Return, exactly as written, all lines from the line containing "63, 941, 831]" to the end of the entries below, with both ends included.

Stored entries
---+---

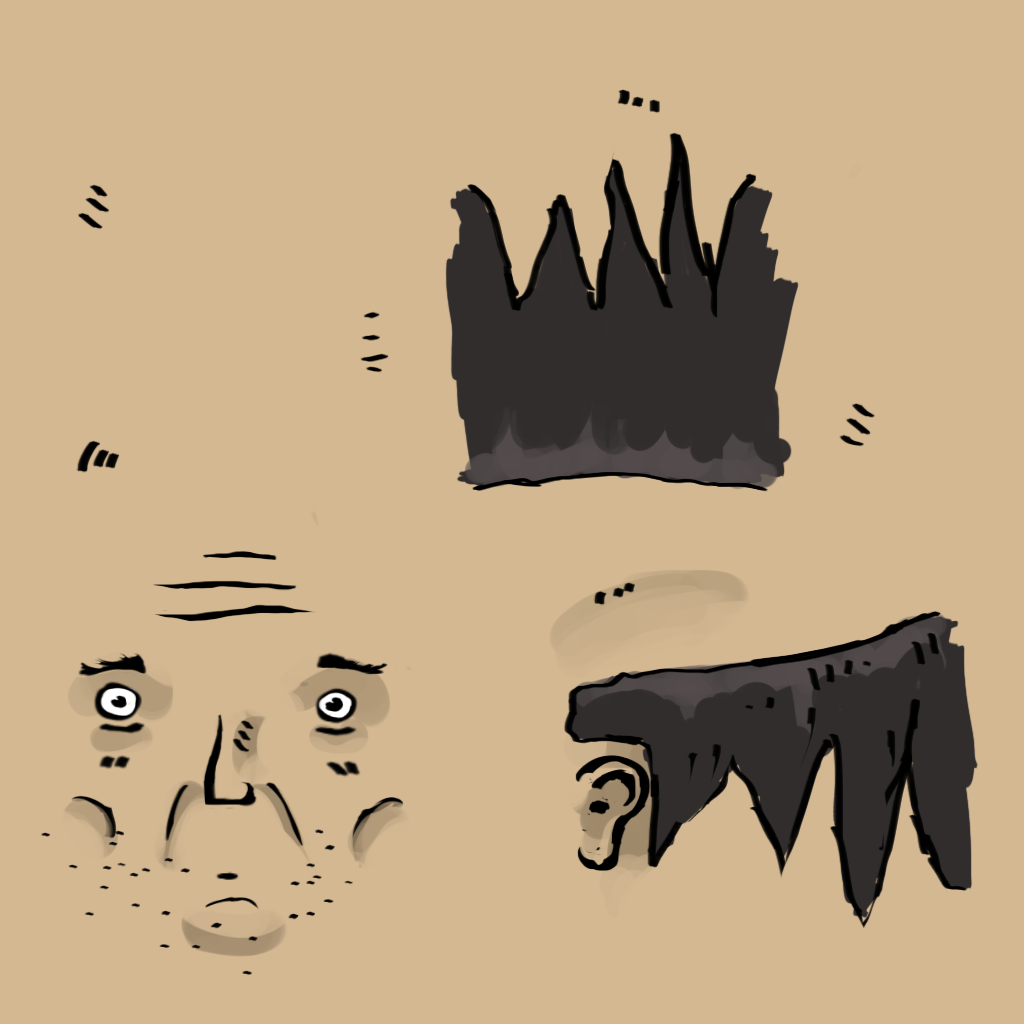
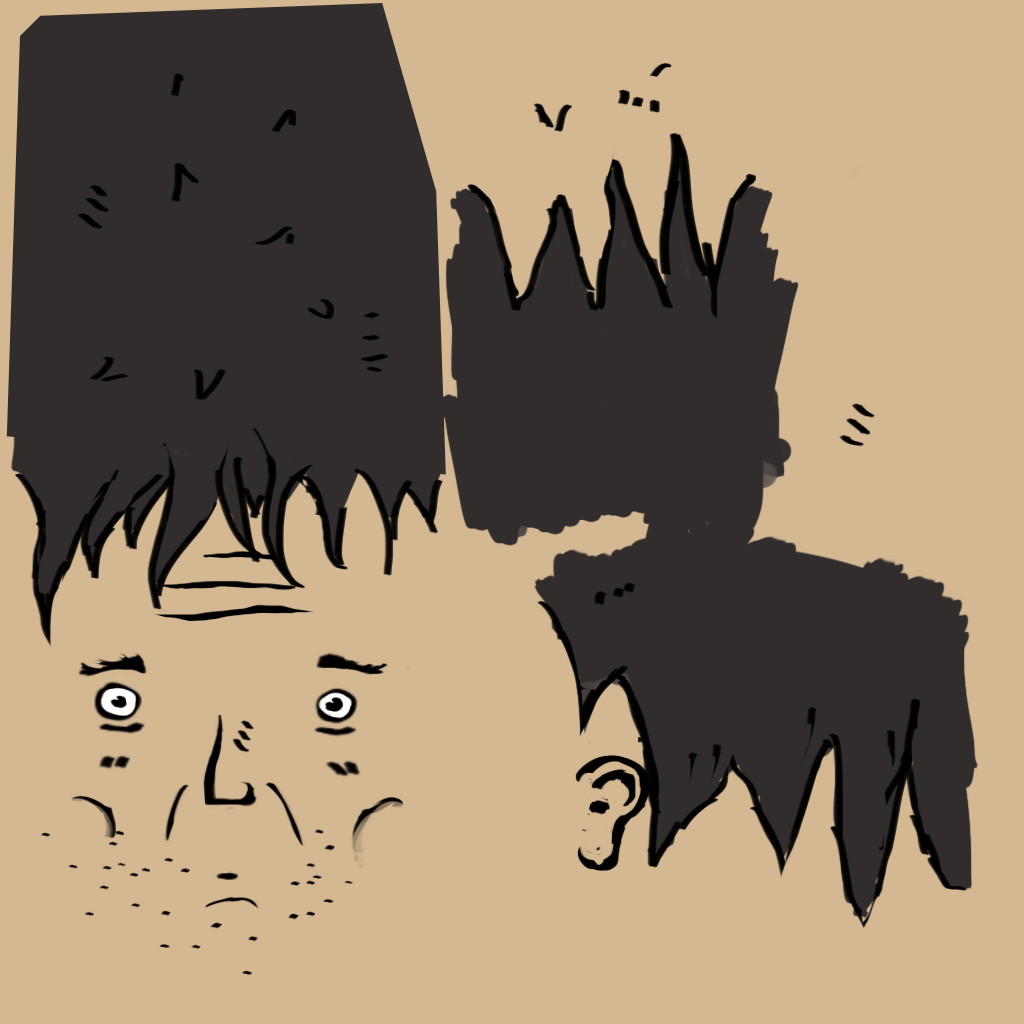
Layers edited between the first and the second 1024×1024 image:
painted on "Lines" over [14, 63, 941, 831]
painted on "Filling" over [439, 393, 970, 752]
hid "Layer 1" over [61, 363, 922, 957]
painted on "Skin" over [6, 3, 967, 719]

---+---

**Answer to this problem**.
painted on "Lines" over [14, 63, 941, 831]
painted on "Filling" over [439, 393, 970, 752]
hid "Layer 1" over [61, 363, 922, 957]
painted on "Skin" over [6, 3, 967, 719]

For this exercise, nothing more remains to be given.